Die Konzentration auf nur noch drei Sparten, die Novartis am Dienstag bekannt gegeben hat, wird Auswirkungen auf Mitarbeiter in Basel haben: Im Werk Rosental sind 240 Mitarbeiter aus der Tiergesundheitssparte vom Verkauf an Eli Lilly betroffen. Schweizweit sind von den 15'000 Beschäftigten rund 1500 Angestellte von der am Dienstag bekannt gegebenen Restrukturierung tangiert.

Unklare Situation in Basel

Die Gewerkschaft Unia wünscht sich von Novartis ein klares Bekenntnis zu den betroffenen Mitarbeitern am Standort Basel. Bisher hat sich der Konzern aber in Schweigen gehüllt. «Wir erwarten, dass die betroffenen Stellen in Basel erhalten bleiben und die Mitarbeiter keine Einbussen bei den Arbeitsbedingungen hinnehmen müssen», sagt Manuel Wyss, Branchenleiter chemische und pharmazeutische Industrie der Unia. Ob Stellen gestrichen oder ins Ausland verschoben werden, kann Wyss nicht sagen.

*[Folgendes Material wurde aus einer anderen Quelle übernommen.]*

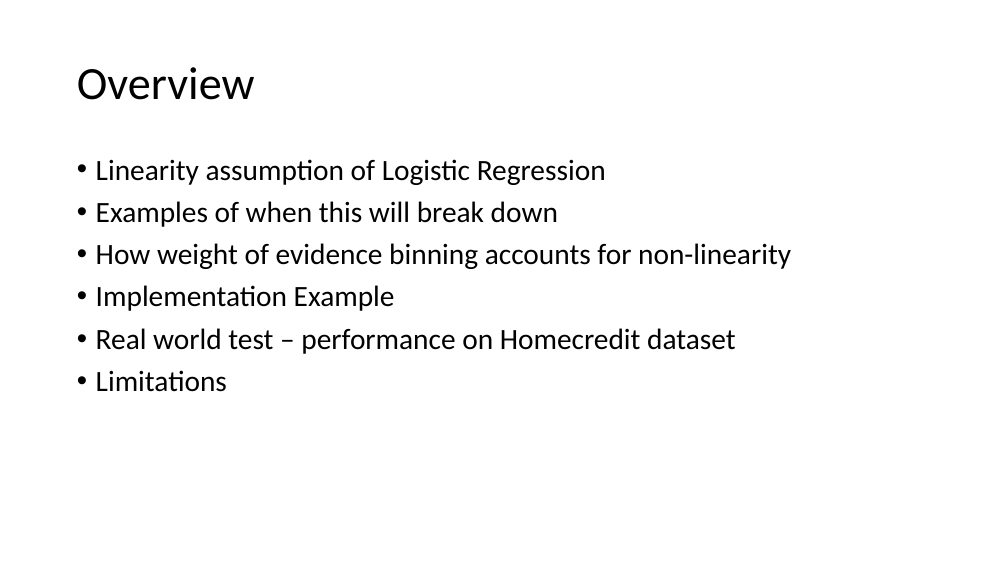
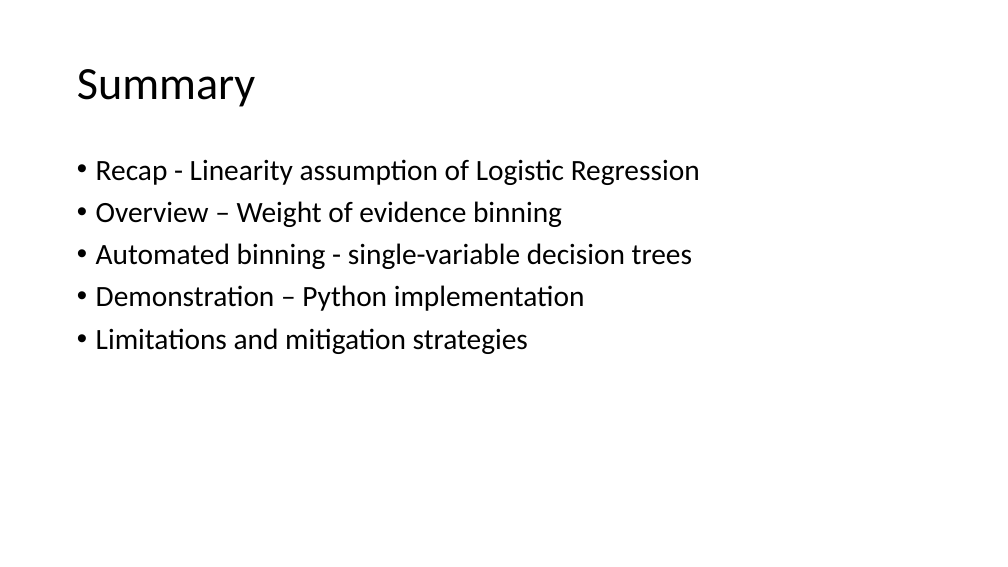
Before and after one commit to oli5679/WeightOfEvidenceDemo, a slide deck: slide 2 of Presentation.pptx. Drawn at 1008x567 pixels with LibreOffice and Linux fonts; fonts in the diff are those of the drawing. Boxes give left, top, right and bottom in pixels: in the first picture for what was removed or moved away, otherwise in the second. Text is boxed around its words. In the diff, an @@ line names an element or a change of style, - is before the commit and + after.

```diff
--- a/Presentation.pptx
+++ b/Presentation.pptx
@@ title at [77,69,255,107]: text changed @@
-Overview
+Summary
@@ text at [96,159,700,354]: text changed @@
-• Linearity assumption of Logistic Regression
-• Examples of when this will break down
-• How weight of evidence binning accounts for non-linearity
-• Implementation Example
-• Real world test – performance on Homecredit dataset
-• Limitations
+• Recap - Linearity assumption of Logistic Regression
+• Overview – Weight of evidence binning
+• Automated binning - single-variable decision trees
+• Demonstration – Python implementation
+• Limitations and mitigation strategies
```
Also in this commit, not shown: 5 other slides changed, 2 slides added, 1 slide removed, 1 other file.

Für Pascal Brenneisen, Leiter Novartis Schweiz, ist es verfrüht, Schlüsse zu den möglichen Folgen des Umbaus zu ziehen. Laut Brenneisen werden die lokalen Arbeitnehmervertretungen durch die Novartis weiterhin informiert und miteinbezogen, wie dies den gesetzlichen Vorschriften entspricht. «Für weitere Angaben ist es zu früh, da diese Transaktionen eben erst finalisiert wurden und es nun einige Monate dauern wird, die Details zu planen», erklärt Brenneisen auf Anfrage der bz. Dabei sei zu berücksichtigen, dass «der Abschluss dieser Transaktionen in der ersten Hälfte 2015 zu erwarten ist, also in knapp einem Jahr».

Das betonte am Dienstag auch Novartis-CEO Joe Jimenez. Die Angestellten wechseln mit Abschluss der Transaktion auch ihren Arbeitgeber. Ob unter den neuen Besitzern Stellen wegfallen oder ob es Verschiebungen ins Ausland gibt, darüber wollte Jimenez nicht spekulieren.

Für Regierungsrat Christoph Brutschin ist der Zeitpunkt ebenfalls noch zu früh, um zu beurteilen, was der Umbau für die Mitarbeiter bedeutet. Er betonte, dass der von Novartis verkündete Schritt kein Abbau, sondern ein Umbau sei. In einem Umbau würden zwar Gefahren stecken, aber eben auch Chancen. Wichtig sei, dass man in Basel den Prozess begleite und vor allem die Vorteile für den Standort Basel wahren kann.

Unklare Zukunft in Nyon

Am stärksten trifft die angekündigte Neuausrichtung den Novartis-Standort Nyon. Vor zwei Jahren konnte der Pharmakonzern dort von seinen Schliessungsplänen abgebracht werden und entschied sich stattdessen, die Produktion von rezeptpflichtigen Medikamenten weiter auszubauen. Heute sind am Standort 900 Personen beschäftigt. Die Produktionsstätte geht in eine gemeinsame Firma mit der britischen Glaxo Smith Kline über. Novartis wird mit 36,5 Prozent nur noch eine Minderheitsbeteiligung am Werk besitzen – der Rest gehört Glaxo Smith Kline.

Für die Stellen in Nyon gab Konzernchef Joe Jimenez am Mittwoch zwar Entwarnung. Gegenüber der Zeitung «24heures» sagte er, dass die 900 Arbeitsplätze in Nyon erhalten bleiben. Wie lange dies gilt, ist aber ungewiss. Das Sagen über das Werk in Nyon haben künftig nicht mehr die Basler, sondern die neuen Besitzer aus Grossbritannien. Was die Briten langfristig mit dem Werk vorhaben, bleibt ebenfalls unklar.

Zur Anzahl der betroffenen Stellen im Impfgeschäft waren von Novartis keine Angaben erhältlich.